BEGIN DATA SHOWN

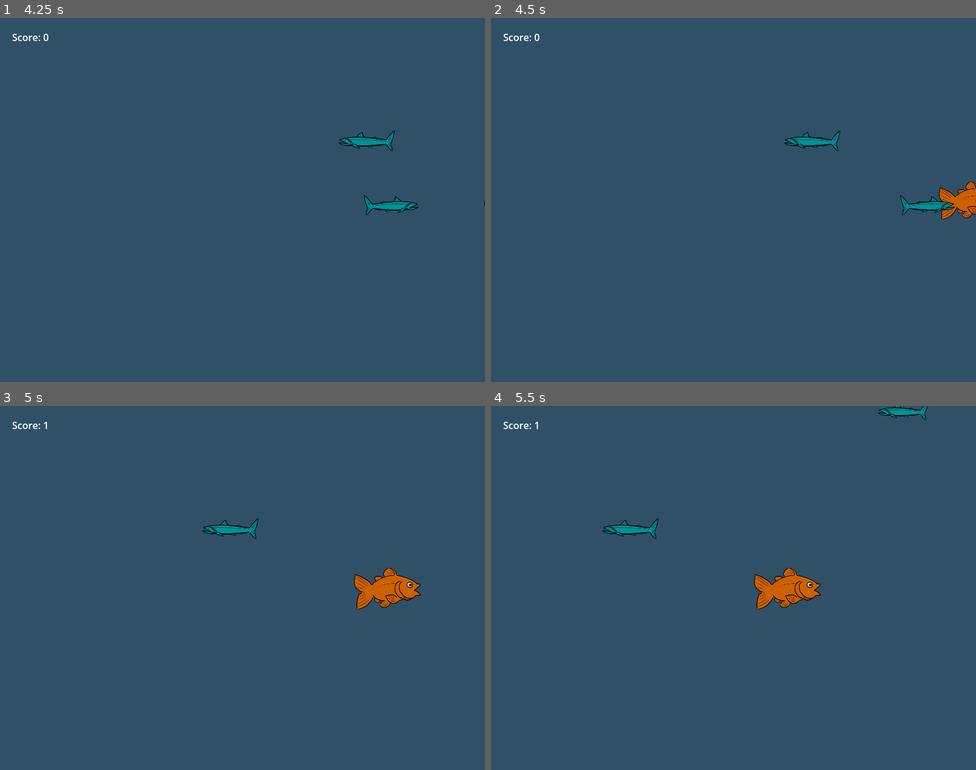
Above: before the commit, frames 1-4 (two rows, left to right).
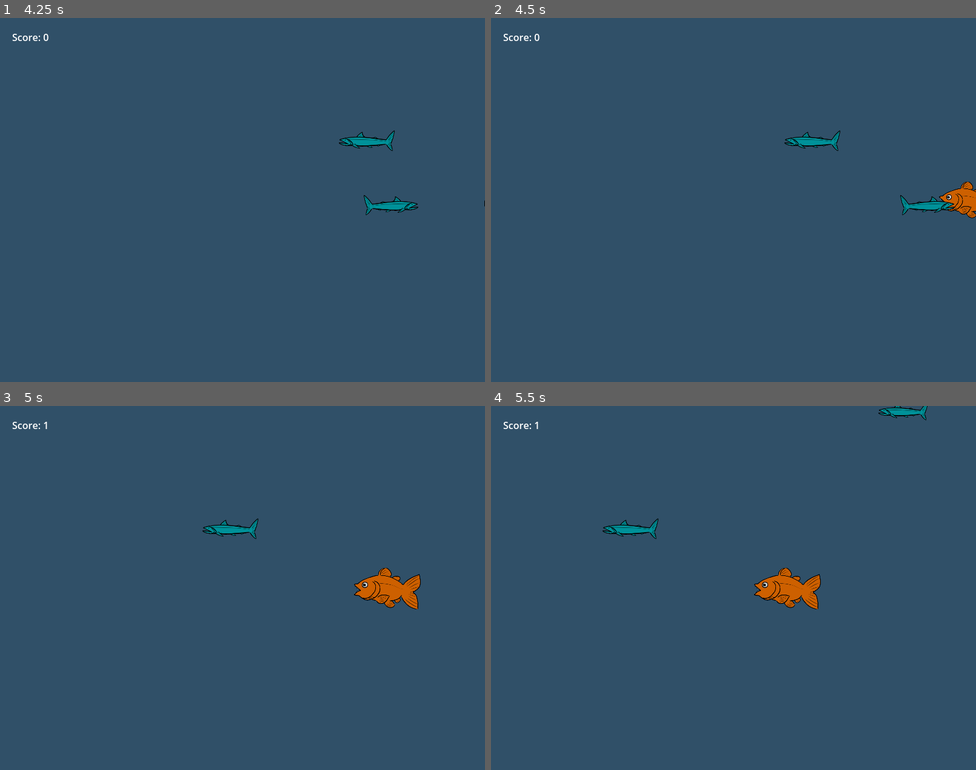
Above: after the commit, the same moments.

Repository: CatNine9/FishGame
Game: Godot game, scene res://UI/MainMenu.tscn
The game is run twice, just before and just after one commit, with the same random seed, the same clock (stepped at 60 frames per second) and the same inputs.
Inputs:
- Up to frame 1 (4.25 s): click "START GAME" at 0.5 s; hold Right (ui_right) 1.28-2.03 s; hold Down (ui_down) 2.03-2.78 s; hold Right (ui_right) 2.78-3.53 s; hold Up (ui_up) from 3.53 s (still down)
- Up to frame 2 (4.5 s): release Up (ui_up) at 4.28 s; hold Left (ui_left) from 4.28 s (still down)
- Up to frame 3 (5 s): keep holding Left (ui_left)
- Up to frame 4 (5.5 s): keep holding Left (ui_left)

Frame 1 is identical in both runs. In frame 2, 0.3% of the frame differs, in the area x 92-100%, y 45-56%; in frame 3, 0.6%, in the area x 73-87%, y 44-56%; in frame 4, 0.6%.

Commit message:
Player sprite now flips when changing between left and right for correct sprite facing.

Diff:
--- a/FishGame/Fish/Player.gd
+++ b/FishGame/Fish/Player.gd
@@ -4,6 +4,7 @@
 
 @onready var size_label = $SizeLabel
 @onready var collision_shape = $AreaBody/CollisionBody
+@onready var sprite = $AreaBody/CollisionBody/PlayerSprite
 
 @export var SPEED = 300.0
 
@@ -13,6 +14,12 @@
 	size_label.text = str(collision_shape.scale.x)
 
 
+
+func _input(event):
+	if event.is_action_pressed("ui_left"):
+		sprite.flip_h = true
+	elif event.is_action_pressed("ui_right"):
+		sprite.flip_h = false
 
 func _physics_process(delta):
 	var x_direction = Input.get_axis("ui_left", "ui_right")

END DATA SHOWN

ABOUT THIS TASK: From the first line to the last, copy the records above exactly and drop any pictures.

OUTPUT FOR THIS TASK:
Above: before the commit, frames 1-4 (two rows, left to right).
Above: after the commit, the same moments.

Repository: CatNine9/FishGame
Game: Godot game, scene res://UI/MainMenu.tscn
The game is run twice, just before and just after one commit, with the same random seed, the same clock (stepped at 60 frames per second) and the same inputs.
Inputs:
- Up to frame 1 (4.25 s): click "START GAME" at 0.5 s; hold Right (ui_right) 1.28-2.03 s; hold Down (ui_down) 2.03-2.78 s; hold Right (ui_right) 2.78-3.53 s; hold Up (ui_up) from 3.53 s (still down)
- Up to frame 2 (4.5 s): release Up (ui_up) at 4.28 s; hold Left (ui_left) from 4.28 s (still down)
- Up to frame 3 (5 s): keep holding Left (ui_left)
- Up to frame 4 (5.5 s): keep holding Left (ui_left)

Frame 1 is identical in both runs. In frame 2, 0.3% of the frame differs, in the area x 92-100%, y 45-56%; in frame 3, 0.6%, in the area x 73-87%, y 44-56%; in frame 4, 0.6%.

Commit message:
Player sprite now flips when changing between left and right for correct sprite facing.

Diff:
--- a/FishGame/Fish/Player.gd
+++ b/FishGame/Fish/Player.gd
@@ -4,6 +4,7 @@
 
 @onready var size_label = $SizeLabel
 @onready var collision_shape = $AreaBody/CollisionBody
+@onready var sprite = $AreaBody/CollisionBody/PlayerSprite
 
 @export var SPEED = 300.0
 
@@ -13,6 +14,12 @@
 	size_label.text = str(collision_shape.scale.x)
 
 
+
+func _input(event):
+	if event.is_action_pressed("ui_left"):
+		sprite.flip_h = true
+	elif event.is_action_pressed("ui_right"):
+		sprite.flip_h = false
 
 func _physics_process(delta):
 	var x_direction = Input.get_axis("ui_left", "ui_right")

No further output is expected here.